It is commonplace for many outside of the professional handlers of storage to consider backup and archiving the same thing. Little could be further from the truth. They are distinct technology practices with sharply differing requirements.
The payoff of each technology is also different. As organizations slowly come to archiving, cost reduction, improved performance, and verifiable compliance with regulatory laws become achievable business goals.
Archiving can mean several things, but for the purposes of this summary, it describes the process of consolidating and migrating data from a primary online storage medium (such as Fibre Channel disk arrays or enterprise SATA arrays) to less costly nearline or offline storage media. In some cases, archiving emphasizes data longevity and authenticity, especially for emails, instant message texts, document files, and other semi-structured or unstructured data.
Under any definition, archiving assumes comparatively fast file level access to data; archiving also assumes a robust search and retrieval software.

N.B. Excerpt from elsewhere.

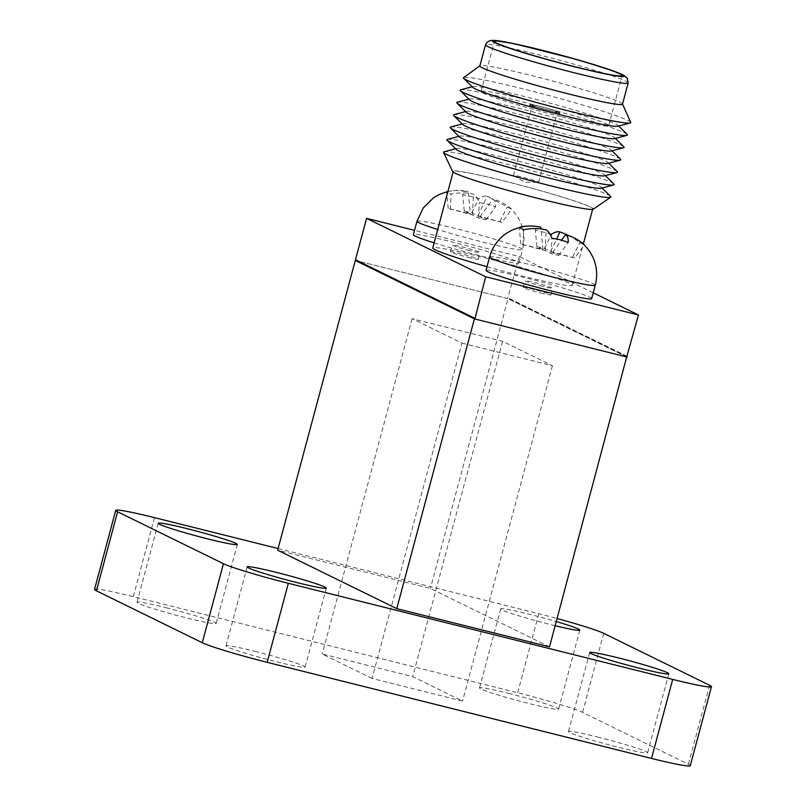 <?xml version="1.0" encoding="UTF-8"?>
<svg xmlns="http://www.w3.org/2000/svg" width="806" height="806" viewBox="0 0 806 806"><rect width="100%" height="100%" fill="white"/><g stroke="black" fill="none" stroke-linecap="round" stroke-linejoin="round"><path stroke-width="0.6" stroke-dasharray="4.03 3.02" d="M278.09 548.543L538.821 613.739A54.637 3.143 -165 0 1 557.117 618.524M555.183 625.738A40.955 2.358 -165 0 1 500.687 608.893A40.955 2.358 -165 0 1 529.744 614.343A40.955 2.358 -165 0 1 556.301 621.557M549.521 646.835L430.414 588.41L277.647 550.206M94.544 589.398A54.637 3.143 -165 0 1 133.302 596.662L517.654 692.767A54.637 3.143 -165 0 1 582.547 712.363L688.395 764.279A54.637 3.143 -165 0 1 690.279 765.7M372.09 678.461L322.259 654.009L412.732 676.637L462.563 701.079L372.09 678.461L461.949 343.114L412.118 318.672L502.591 341.291L552.422 365.743L461.949 343.114M255.059 651.369A40.955 2.358 -165 0 1 305.121 667.126A40.955 2.358 -165 0 1 264.952 658.794A40.955 2.358 -165 0 1 226.002 645.928A40.955 2.358 -165 0 1 255.059 651.369M597.558 737.016A40.955 2.358 -165 0 1 647.621 752.764A40.955 2.358 -165 0 1 607.452 744.442A40.955 2.358 -165 0 1 568.492 731.566A40.955 2.358 -165 0 1 597.558 737.016M166.076 607.724A40.955 2.358 -165 0 1 216.149 623.481A40.955 2.358 -165 0 1 175.97 615.149A40.955 2.358 -165 0 1 137.02 602.284A40.955 2.358 -165 0 1 166.076 607.724M508.576 693.372A40.955 2.358 -165 0 1 558.639 709.119A40.955 2.358 -165 0 1 518.47 700.797A40.955 2.358 -165 0 1 479.52 687.921A40.955 2.358 -165 0 1 508.576 693.372M474.885 318.985L626.695 356.947L507.579 298.512L355.768 260.56L507.579 298.512L519.336 256.55L414.526 230.345M626.715 356.836L508.062 298.633L430.414 588.41M412.118 318.672L322.259 654.009M502.591 341.291L412.732 676.637M552.422 365.743L462.563 701.079M591.654 298.633A54.677 3.143 15 0 0 524.817 277.607A54.677 3.143 15 0 0 486.028 270.332M434.132 242.868A54.677 3.143 15 0 0 489.232 257.92A54.677 3.143 15 0 0 518.983 262.988A54.677 3.143 15 0 0 452.146 241.961A54.677 3.143 15 0 0 413.357 234.687M486.995 266.705A72.197 4.151 15 0 0 521.029 275.743A72.197 4.151 15 0 0 572.25 285.344A72.197 4.151 15 0 0 503.579 262.655A72.197 4.151 15 0 0 432.772 247.976M593.216 292.79L519.336 256.55M475.066 318.32L355.95 259.885M626.867 356.272L507.75 297.847M627.35 356.393L508.233 297.968M541.521 199.253A72.197 4.151 15 0 0 592.742 208.855A72.197 4.151 15 0 0 524.081 186.166A72.197 4.151 15 0 0 453.264 171.487A72.197 4.151 15 0 0 541.521 199.253M593.236 209.207A72.852 4.181 15 0 0 524.081 186.126A72.852 4.181 15 0 0 452.66 171.537M610.545 196.412A86.605 4.977 15 0 0 528.464 169.774A86.605 4.977 15 0 0 444.066 151.8M601.266 188.241A75.472 4.332 15 0 0 601.488 187.405A75.472 4.332 15 0 0 529.965 164.192A75.472 4.332 15 0 0 456.418 148.526A75.472 4.332 15 0 0 456.186 149.362M613.87 184.01A86.605 4.977 15 0 0 531.789 157.382A86.605 4.977 15 0 0 447.39 139.408M604.591 175.839A75.472 4.332 15 0 0 604.812 175.003A75.472 4.332 15 0 0 533.28 151.8A75.472 4.332 15 0 0 459.732 136.133A75.472 4.332 15 0 0 459.511 136.97M617.195 171.618A86.605 4.977 15 0 0 535.113 144.979A86.605 4.977 15 0 0 450.715 127.005M607.915 163.447A75.472 4.332 15 0 0 608.137 162.611A75.472 4.332 15 0 0 536.605 139.408A75.472 4.332 15 0 0 463.057 123.741A75.472 4.332 15 0 0 462.835 124.567M620.509 159.215A86.605 4.977 15 0 0 538.428 132.587A86.605 4.977 15 0 0 454.04 114.613M611.23 151.044A75.472 4.332 15 0 0 611.452 150.218A75.472 4.332 15 0 0 539.929 127.005A75.472 4.332 15 0 0 466.382 111.339A75.472 4.332 15 0 0 466.16 112.175M623.834 146.823A86.605 4.977 15 0 0 541.753 120.195A86.605 4.977 15 0 0 457.355 102.211M614.555 138.652A75.472 4.332 15 0 0 614.777 137.816A75.472 4.332 15 0 0 543.254 114.613A75.472 4.332 15 0 0 469.697 98.947A75.472 4.332 15 0 0 469.475 99.783M627.159 134.421A86.605 4.977 15 0 0 545.078 107.792A86.605 4.977 15 0 0 460.679 89.819M617.88 126.25A75.472 4.332 15 0 0 618.101 125.424A75.472 4.332 15 0 0 546.569 102.211A75.472 4.332 15 0 0 473.021 86.544A75.472 4.332 15 0 0 472.8 87.38M630.735 122.371A86.605 4.977 15 0 0 548.402 95.4A86.605 4.977 15 0 0 463.611 77.588M622.494 104.135A73.84 4.242 15 0 0 622.474 103.924A73.84 4.242 15 0 0 552.271 80.922A73.84 4.242 15 0 0 479.983 65.739A73.84 4.242 15 0 0 479.852 65.911M628.166 82.968A73.84 4.242 15 0 0 557.943 59.775A73.84 4.242 15 0 0 485.524 44.743M561.832 116.87A66.102 3.798 15 0 0 608.721 125.655A66.102 3.798 15 0 0 545.853 104.881A66.102 3.798 15 0 0 481.021 91.441A66.102 3.798 15 0 0 561.832 116.87M548.856 110.503A15.526 0.887 15 0 0 559.868 112.568A15.526 0.887 15 0 0 545.108 107.692A15.526 0.887 15 0 0 529.885 104.528A15.526 0.887 15 0 0 548.856 110.503M548.463 111.963A15.526 0.887 15 0 0 559.475 114.029A15.526 0.887 15 0 0 544.715 109.153A15.526 0.887 15 0 0 529.492 105.989A15.526 0.887 15 0 0 548.463 111.963M548.261 111.863A14.73 0.846 15 0 0 558.709 113.817A14.73 0.846 15 0 0 544.705 109.193A14.73 0.846 15 0 0 530.257 106.201A14.73 0.846 15 0 0 548.261 111.863M548.654 110.402A14.73 0.846 15 0 0 559.102 112.356A14.73 0.846 15 0 0 545.088 107.732A14.73 0.846 15 0 0 530.65 104.74A14.73 0.846 15 0 0 548.654 110.402M548.211 110.19A13.017 0.746 15 0 0 557.45 111.923A13.017 0.746 15 0 0 545.068 107.823A13.017 0.746 15 0 0 532.292 105.183A13.017 0.746 15 0 0 548.211 110.19M529.391 180.443A13.017 0.746 15 0 0 538.317 182.257A13.017 0.746 15 0 0 538.63 182.176A13.017 0.746 15 0 0 526.237 178.086A13.017 0.746 15 0 0 513.472 175.436A13.017 0.746 15 0 0 513.694 175.658A13.017 0.746 15 0 0 529.391 180.443M551.576 234.163L535.295 230.093C536.967 227.322 538.811 226.375 540.826 227.252M574.738 258.011L550.538 251.462L544.443 248.47L536.907 246.586L543.002 249.578L520.867 244.047L545.078 250.595L551.173 253.588L558.699 255.472L552.604 252.48L574.738 258.011L584.279 244.883L579.806 242.687L571.797 236.863M502.078 222.365L477.867 215.817L471.772 212.824L464.246 210.94L470.331 213.933L448.207 208.401L472.407 214.95L478.502 217.942L486.038 219.826L479.943 216.834L502.078 222.365L511.619 209.248L487.529 196.452C485.454 195.556 482.582 196.251 478.915 198.518L462.634 194.448C464.306 191.677 466.15 190.73 468.155 191.616C460.831 189.884 453.647 189.984 446.595 191.909L451.078 194.105C458.674 192.453 466.14 192.493 473.495 194.226C475.51 195.324 477.444 198.125 479.308 202.628L487.63 204.15L495.579 206.699C495.72 202.699 494.813 200.15 492.859 199.072C500.133 200.996 506.39 204.381 511.619 209.248L516.948 215.625L520.223 221.499C524.273 230.597 525.049 239.966 522.57 249.608A54.677 3.143 -165 0 1 483.781 242.334A54.677 3.143 -165 0 1 437.718 229.488M447.914 191.455L455.682 190.407L468.155 191.616L470.331 213.933M477.867 215.817L487.146 196.332L489.041 196.906M479.943 216.834L492.859 199.072M486.038 219.826L495.579 206.699M478.502 217.942L479.308 202.628M472.407 214.95L473.495 194.226M450.282 209.419L451.078 194.105M448.207 208.401L446.595 191.909M464.246 210.94L462.634 194.448M471.772 212.824L478.915 198.518M500.002 221.348L507.135 207.041M552.604 252.48L561.591 240.138M558.699 255.472L568.25 242.344M551.173 253.588L551.969 238.274M545.078 250.595L546.156 229.871M522.943 245.064L523.749 229.75M520.867 244.047L519.265 227.554M543.002 249.578L540.987 228.964M536.907 246.586L535.295 230.093M544.443 248.47L550.82 235.684M550.538 251.462L556.745 239.009M572.663 256.993L579.806 242.687M540.735 292.981A14.387 0.826 15 0 0 550.941 294.895A14.387 0.826 15 0 0 537.259 290.372A14.387 0.826 15 0 0 523.154 287.45A14.387 0.826 15 0 0 540.735 292.981M542.529 286.291A14.387 0.826 -165 0 1 524.948 280.76A14.387 0.826 -165 0 1 539.053 283.682A14.387 0.826 -165 0 1 552.735 288.205A14.387 0.826 -165 0 1 542.529 286.291M468.074 257.346A14.387 0.826 15 0 0 478.28 259.25A14.387 0.826 15 0 0 464.599 254.736A14.387 0.826 15 0 0 450.483 251.804A14.387 0.826 15 0 0 468.074 257.346M469.868 250.646A14.387 0.826 -165 0 1 452.277 245.115A14.387 0.826 -165 0 1 466.392 248.036A14.387 0.826 -165 0 1 480.074 252.56A14.387 0.826 -165 0 1 469.868 250.646M709.572 685.261L688.395 764.279M603.724 633.345L582.547 712.363M538.821 613.739L517.654 692.767M154.48 517.633L133.302 596.662M416.944 221.307A54.677 3.143 -165 0 1 455.733 228.582A54.677 3.143 -165 0 1 522.57 249.608L518.983 262.988M489.615 256.953A54.677 3.143 -165 0 1 528.404 264.227A54.677 3.143 -165 0 1 595.241 285.253M500.687 608.893L479.52 687.921M579.816 630.101L558.639 709.119M158.198 523.255L137.02 602.284M237.317 544.453L216.149 623.481M589.67 652.548L568.492 731.566M668.799 673.745L647.621 752.764M247.17 566.9L226.002 645.928M326.299 588.108L305.121 667.126M572.25 285.344L583.343 243.936M592.601 209.399L592.742 208.855M453.113 172.031L453.264 171.487M456.418 148.526L455.571 148.757M601.488 187.405L602.102 188.02M459.732 136.133L458.896 136.355M604.812 175.003L605.427 175.617M463.057 123.741L462.221 123.963M608.137 162.611L608.752 163.225M466.382 111.339L465.536 111.56M611.452 150.218L612.076 150.823M469.697 98.947L468.86 99.168M614.777 137.816L615.391 138.431M473.021 86.544L472.185 86.766M618.101 125.424L618.716 126.028M583.262 61.407L574.335 58.848M608.721 125.655L622.131 75.603M481.021 91.441L494.431 41.388M559.475 114.029L559.868 112.568M529.492 105.989L529.885 104.528M558.709 113.817L559.102 112.356M530.257 106.201L530.65 104.74M538.63 182.176L557.45 111.923M513.472 175.436L532.292 105.183M513.694 175.658L525.099 182.347L538.317 182.257M550.941 294.895L552.735 288.205M523.154 287.45L524.948 280.76M478.28 259.25L480.074 252.56M450.483 251.804L452.277 245.115"/><path stroke-width="1.21" d="M474.402 318.864L355.295 260.439L474.402 318.864L396.754 608.641L549.521 646.835L626.715 356.836M557.117 618.524A54.637 3.143 -165 0 1 603.724 633.345L709.572 685.261A54.637 3.143 -165 0 1 711.456 686.682A54.637 3.143 -165 0 1 672.698 679.408L288.346 583.302A54.637 3.143 -165 0 1 223.453 563.706L117.605 511.79A54.637 3.143 -165 0 1 115.721 510.369A54.637 3.143 -165 0 1 154.48 517.633L278.09 548.543M556.301 621.557A40.955 2.358 -165 0 1 579.816 630.101A40.955 2.358 -165 0 1 555.183 625.738M187.254 528.706A40.955 2.358 -165 0 1 237.317 544.453A40.955 2.358 -165 0 1 197.148 536.131A40.955 2.358 -165 0 1 158.198 523.255A40.955 2.358 -165 0 1 187.254 528.706M618.726 657.988A40.955 2.358 -165 0 1 668.799 673.745A40.955 2.358 -165 0 1 628.62 665.413A40.955 2.358 -165 0 1 589.67 652.548A40.955 2.358 -165 0 1 618.726 657.988M276.226 572.351A40.955 2.358 -165 0 1 326.299 588.108A40.955 2.358 -165 0 1 286.13 579.776A40.955 2.358 -165 0 1 247.17 566.9A40.955 2.358 -165 0 1 276.226 572.351M355.295 260.439L277.647 550.206L396.754 608.641M711.456 686.682L690.279 765.7A54.637 3.143 -165 0 1 651.52 758.436L267.179 662.331A54.637 3.143 -165 0 1 202.276 642.735L96.428 590.808A54.637 3.143 -165 0 1 94.544 589.398L115.721 510.369M626.695 356.947L638.453 314.975L485.686 276.78L474.885 318.985L627.169 357.058M355.768 260.56L355.92 259.985M486.028 270.332A54.677 3.143 15 0 0 538.025 287.52A54.677 3.143 15 0 0 591.654 298.633L595.241 285.253A54.677 3.143 -165 0 1 556.452 277.979A54.677 3.143 -165 0 1 489.615 256.953L486.028 270.332M437.718 229.488A54.677 3.143 -165 0 1 416.944 221.307L413.357 234.687A54.677 3.143 15 0 0 434.132 242.868M453.113 172.031L432.772 247.976A72.197 4.151 15 0 0 486.995 266.705M414.526 230.345L366.569 218.345L355.466 259.764L474.583 318.199M485.686 276.78L366.569 218.345M638.453 314.975L593.216 292.79M455.571 148.757L444.066 151.8A86.605 4.977 15 0 0 443.562 152.435L452.66 171.537A72.852 4.181 15 0 0 541.692 199.334A72.852 4.181 15 0 0 593.236 209.207L610.676 197.208A86.605 4.977 15 0 0 610.545 196.412L602.102 188.02M443.562 152.435A86.605 4.977 15 0 0 549.39 185.481A86.605 4.977 15 0 0 610.676 197.208M458.896 136.355L447.39 139.408A86.605 4.977 15 0 0 447.139 140.365L456.186 149.362A75.472 4.332 15 0 0 548.201 177.884A75.472 4.332 15 0 0 601.266 188.241L613.608 184.967A86.605 4.977 15 0 0 613.87 184.01L605.427 175.617M447.139 140.365A86.605 4.977 15 0 0 552.715 173.078A86.605 4.977 15 0 0 613.608 184.967M462.221 123.963L450.715 127.005A86.605 4.977 15 0 0 450.453 127.963L459.511 136.97A75.472 4.332 15 0 0 551.526 165.482A75.472 4.332 15 0 0 604.591 175.839L616.933 172.575A86.605 4.977 15 0 0 617.195 171.618L608.752 163.225M450.453 127.963A86.605 4.977 15 0 0 556.039 160.686A86.605 4.977 15 0 0 616.933 172.575M465.536 111.56L454.04 114.613A86.605 4.977 15 0 0 453.778 115.57L462.835 124.567A75.472 4.332 15 0 0 554.84 153.09A75.472 4.332 15 0 0 607.915 163.447L620.257 160.172A86.605 4.977 15 0 0 620.509 159.215L612.076 150.823M453.778 115.57A86.605 4.977 15 0 0 559.364 148.294A86.605 4.977 15 0 0 620.257 160.172M468.86 99.168L457.355 102.211A86.605 4.977 15 0 0 457.103 103.168L466.16 112.175A75.472 4.332 15 0 0 558.165 140.687A75.472 4.332 15 0 0 611.23 151.044L623.582 147.78A86.605 4.977 15 0 0 623.834 146.823L615.391 138.431M457.103 103.168A86.605 4.977 15 0 0 562.679 135.892A86.605 4.977 15 0 0 623.582 147.78M472.185 86.766L460.679 89.819A86.605 4.977 15 0 0 460.417 90.776L469.475 99.783A75.472 4.332 15 0 0 561.49 128.295A75.472 4.332 15 0 0 614.555 138.652L626.897 135.378A86.605 4.977 15 0 0 627.159 134.421L618.716 126.028M460.417 90.776A86.605 4.977 15 0 0 566.003 123.499A86.605 4.977 15 0 0 626.897 135.378M479.882 65.82L463.611 77.588A86.605 4.977 15 0 0 463.742 78.373L472.8 87.38A75.472 4.332 15 0 0 564.805 115.893A75.472 4.332 15 0 0 617.88 126.25L630.221 122.986A86.605 4.977 15 0 0 630.735 122.371L622.524 104.034M463.742 78.373A86.605 4.977 15 0 0 569.328 111.097A86.605 4.977 15 0 0 630.221 122.986M574.335 58.848L514.51 43.776L493.151 40.3L489.957 40.632L486.975 42.365L485.524 44.743A73.84 4.242 15 0 0 485.524 44.763L479.852 65.911A73.84 4.242 15 0 0 570.114 94.312A73.84 4.242 15 0 0 622.494 104.135L628.166 82.978A73.84 4.242 15 0 0 628.166 82.968L627.27 78.273L623.864 75.351L613.91 71.16L583.262 61.407M485.524 44.763A73.84 4.242 15 0 0 575.786 73.155A73.84 4.242 15 0 0 628.166 82.978M575.796 67.089A68.268 3.919 15 0 0 604.591 67.976A68.268 3.919 15 0 0 494.461 40.431A68.268 3.919 15 0 0 575.796 67.089M575.242 66.817A66.102 3.798 15 0 0 622.131 75.603A66.102 3.798 15 0 0 559.263 54.828A66.102 3.798 15 0 0 494.431 41.388A66.102 3.798 15 0 0 575.242 66.817M489.615 256.953C492.355 247.13 497.896 239.281 506.228 233.418L512.052 230.053L520.243 227.171C523.809 225.821 533.975 225.65 540.02 227.02L540.826 227.252C533.501 225.529 526.308 225.63 519.265 227.554L523.749 229.75C531.335 228.098 538.811 228.138 546.156 229.871C548.171 230.969 550.115 233.77 551.969 238.274L560.291 239.795L568.25 242.344C568.391 238.344 567.484 235.795 565.53 234.717C572.804 236.642 579.051 240.027 584.279 244.883L589.609 251.271L592.894 257.144C596.934 266.242 597.72 275.612 595.241 285.253M556.745 239.009L559.817 231.977L561.711 232.541L560.19 232.098C558.125 231.201 555.253 231.896 551.576 234.163L550.82 235.684M571.797 236.863L561.711 232.551M561.591 240.138L565.53 234.717M540.987 228.964L540.826 227.252M672.698 679.408L651.52 758.436M117.605 511.79L96.428 590.808M223.453 563.706L202.276 642.735M288.346 583.302L267.179 662.331M583.343 243.936L592.601 209.399M416.944 221.307L423.16 208.059L433.557 197.772L439.391 194.407L447.914 191.455"/></g></svg>

Ultimately, it is a large, well-indexed repository that permits users to search and access it. However, archives are routinely identified with less frequently used data. Therefore, the search and access is not expected to be accessed frequently.
Archiving, then, is fundamentally different from backup, which involves making point-in-time copies of data to protect against routine hardware failures or catastrophic data loss. Backup typically reaches not only transactional or operational data, but operating systems and applications packages as well. The life expectancy of backup volumes is only a matter of days as a rule, at which point they are replace by new, incremental or differential volumes.
The contrast between the handling of archived data and backed-up data is significantly different. In backup, the IT staffer is really imaging or copying data. In an archive, the data is actually being moved, perhaps leaving a stub file or an index reference behind. So although the data looks like it is on tier-one disk, it is actually elsewhere on less expensive, longer term media.
In part because of the confusion between backup and archiving, some users tend to use archiving only in a niche in their environments and take less advantage of it than they should. Some observers believe that people let their data sit around, either that or delete it outright. Organizations should establish a tier of storage, less expensive, with "good enough" recovery performance. This is not backup.